In this paper, we will derive an integral representation, present a double inequality, supply an asymptotic formula, find an inequality, and verify complete monotonicity of the function $\varphi \left(x\right)$ or $Q\left(x\right)=e^{\varphi \left(x\right)}$. As consequences, the above-mentioned two problems posed in [5] are confirmatively answered.

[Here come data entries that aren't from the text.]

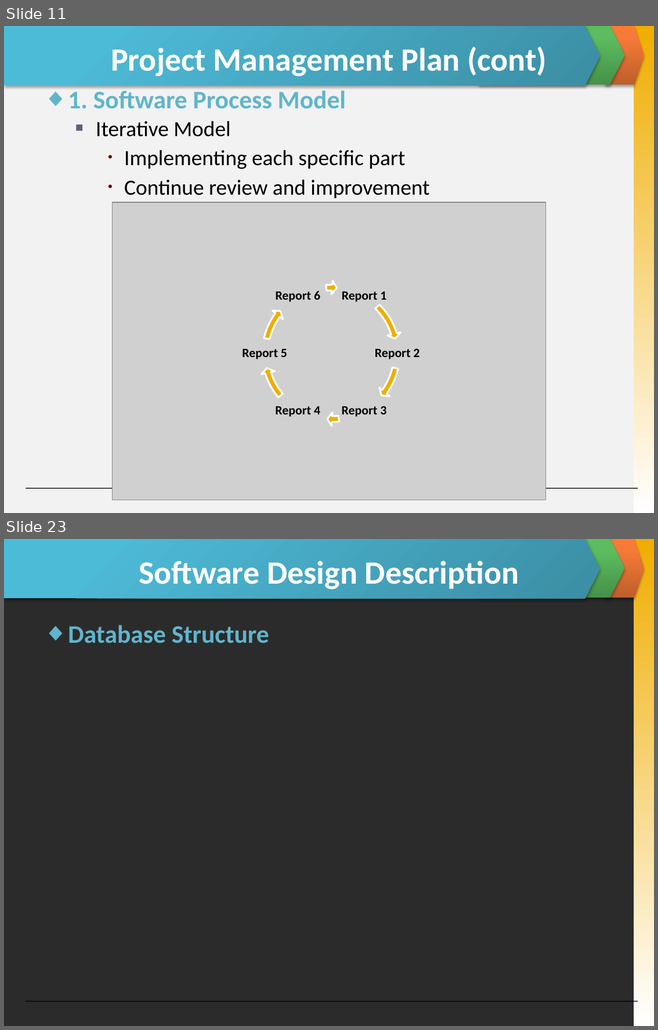
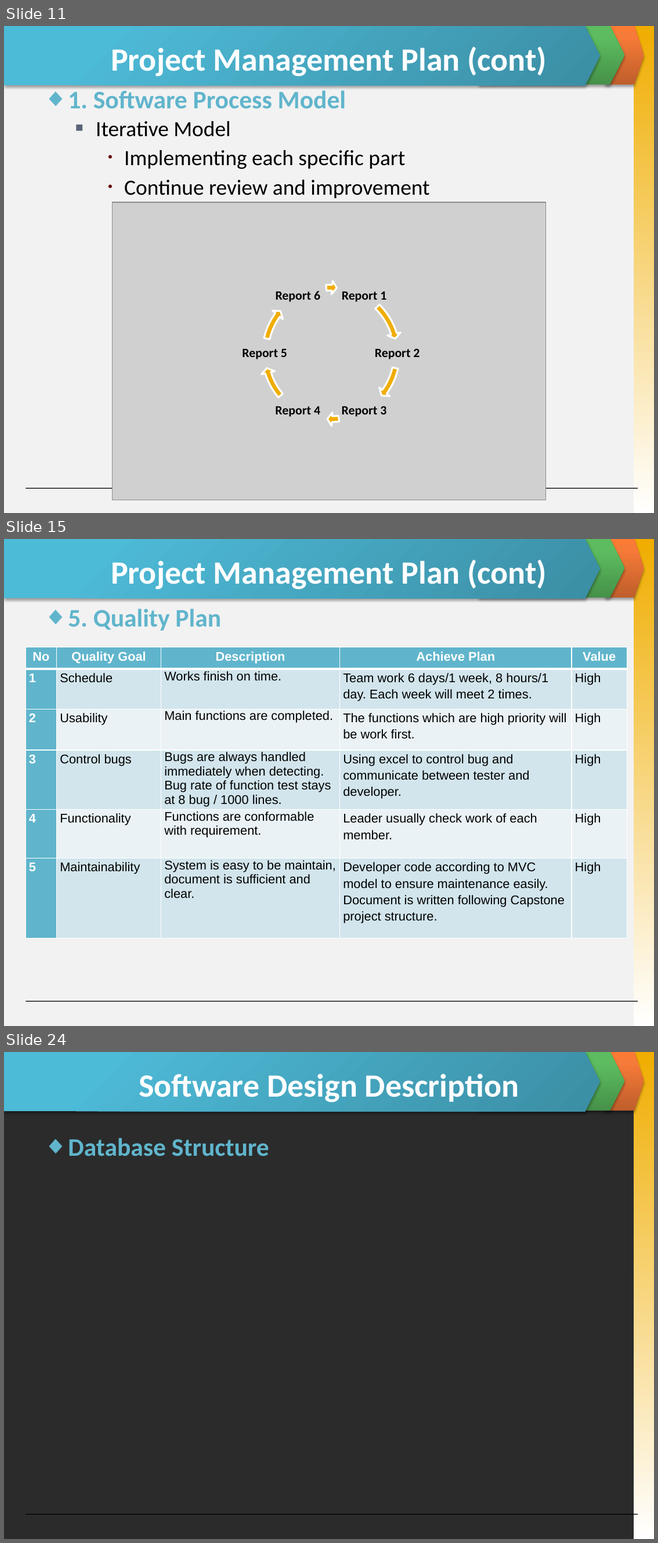
Before and after one commit to skyview059/e-learning-website, a slide deck: Document/Final report/Slide Present E-Learning.pptx. Shown one above the other, each under a label of ours: slides 11 and 23 before the commit, slides 11, 15 and 24 after it; the slides between them are not shown. The pictures are 658x1030 and 658x1543 pixels, drawn with LibreOffice and Linux fonts; fonts in the diff are those of the drawing; grey boxes stand for pictures; background and template pictures are left out; a plain dark background stands for a picture behind light text. Boxes give left, top, right and bottom in pixels: in the first picture for what was removed or moved away, otherwise in the second. Text is boxed around its words. In the diff, an @@ line names an element or a change of style, - is before the commit and + after.

```diff
--- a/Document/Final report/Slide Present E-Learning.pptx
+++ b/Document/Final report/Slide Present E-Learning.pptx
@@ slide 15 added at [4, 539, 654, 1026], background #F2F2F2; not listed: 5 template elements that a slide beside it also shows @@
@@ title added at [111, 559, 546, 589], 36 pt, text #FFFFFF, bold @@
+Project Management Plan (cont)
@@ text added at [68, 609, 221, 631], 28 pt, text #60B5CC, bold @@
+◆ 5. Quality Plan
@@ table added at [25, 647, 627, 940], 6 rows, 5 columns @@
+No | Quality Goal | Description | Achieve Plan | Value
+1 | Schedule | Works finish on time. | Team work 6 days/1 week, 8 hours/1 day. Each week will meet 2 times. | High
+2 | Usability | Main functions are completed. | The functions which are high priority will be work first. | High
+3 | Control bugs | Bugs are always handled immediately when detecting. Bug rate of function test stays at 8 bug / 1000 lines. | Using excel to control bug and communicate between tester and developer. | High
+4 | Functionality | Functions are conformable with requirement. | Leader usually check work of each member. | High
+5 | Maintainability | System is easy to be maintain, document is sufficient and clear. | Developer code according to MVC model to ensure maintenance easily. Document is written following Capstone project structure. | High
@@ what was slide 23 is now slide 24 @@
```
Also in this commit, not shown: 11 slides changed, 3 other slides added, 4 slides removed, 2 other files.

2. An Integral Representation and a Double Inequality for $\mathbf{\varphi }\left(\mathbf{x}\right)$

In this section, we derive an integral representation and a double inequality for the function $\varphi \left(x\right)$ as follows. As a consequence, the complete monotonicity of the function $-\varphi \left(x\right)-ln2$ is concluded.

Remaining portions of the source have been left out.